PROBLEM STATEMENT ::
Only the pictures stay out; please return all the entries below exactly as written.

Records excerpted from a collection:
○ ○ ○
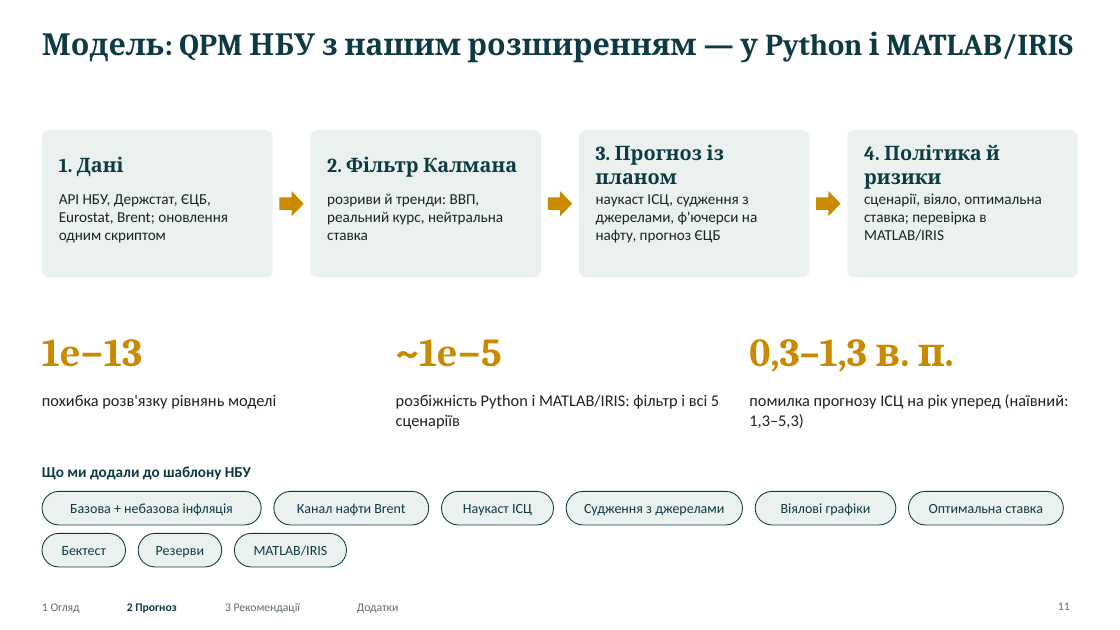
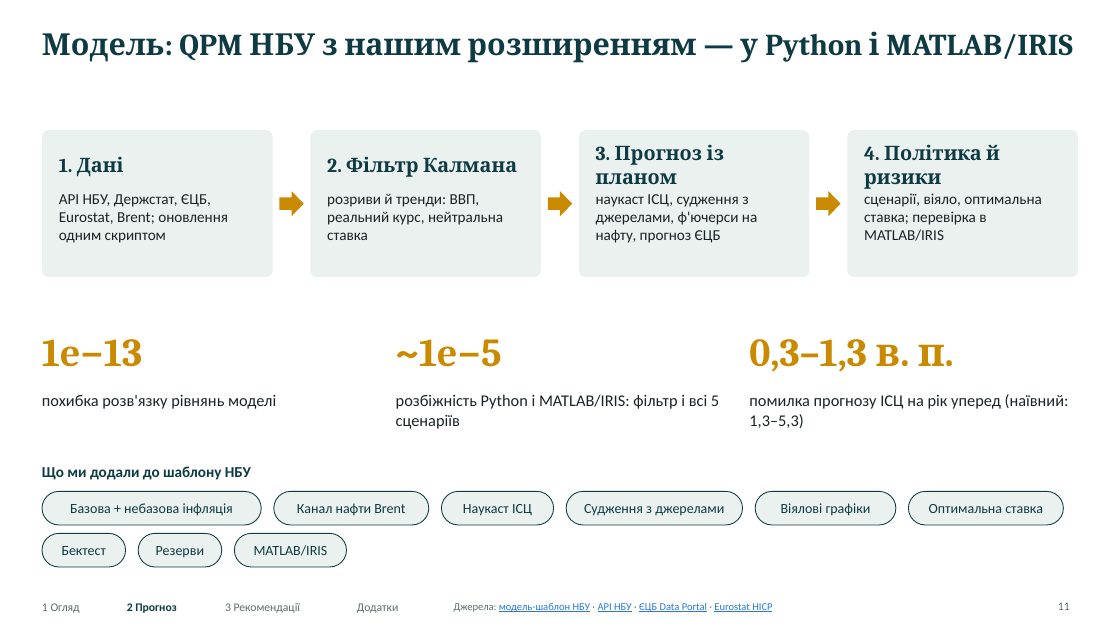
Before and after one commit to caplitt/nbu-challenge-2026, a slide deck: slide 11 of presentation/NBU_University_Challenge_2026.pptx. Drawn at 1120x630 pixels with LibreOffice and Linux fonts; fonts in the diff are those of the drawing. Boxes give left, top, right and bottom in pixels: in the first picture for what was removed or moved away, otherwise in the second. Text is boxed around its words. In the diff, an @@ line names an element or a change of style, - is before the commit and + after.

```diff
--- a/presentation/NBU_University_Challenge_2026.pptx
+++ b/presentation/NBU_University_Challenge_2026.pptx
@@ text added at (x1=454, y1=602, x2=772, y2=612), 9 pt, text #2A78D6, underline @@
+Джерела: модель-шаблон НБУ · API НБУ · ЄЦБ Data Portal · Eurostat HICP
```
Also in this commit, not shown: 25 other slides changed, 13 other files.
○ ○ ○
RESULT OF THIS EXERCISE ::
Before and after one commit to caplitt/nbu-challenge-2026, a slide deck: slide 11 of presentation/NBU_University_Challenge_2026.pptx. Drawn at 1120x630 pixels with LibreOffice and Linux fonts; fonts in the diff are those of the drawing. Boxes give left, top, right and bottom in pixels: in the first picture for what was removed or moved away, otherwise in the second. Text is boxed around its words. In the diff, an @@ line names an element or a change of style, - is before the commit and + after.

```diff
--- a/presentation/NBU_University_Challenge_2026.pptx
+++ b/presentation/NBU_University_Challenge_2026.pptx
@@ text added at (x1=454, y1=602, x2=772, y2=612), 9 pt, text #2A78D6, underline @@
+Джерела: модель-шаблон НБУ · API НБУ · ЄЦБ Data Portal · Eurostat HICP
```
Also in this commit, not shown: 25 other slides changed, 13 other files.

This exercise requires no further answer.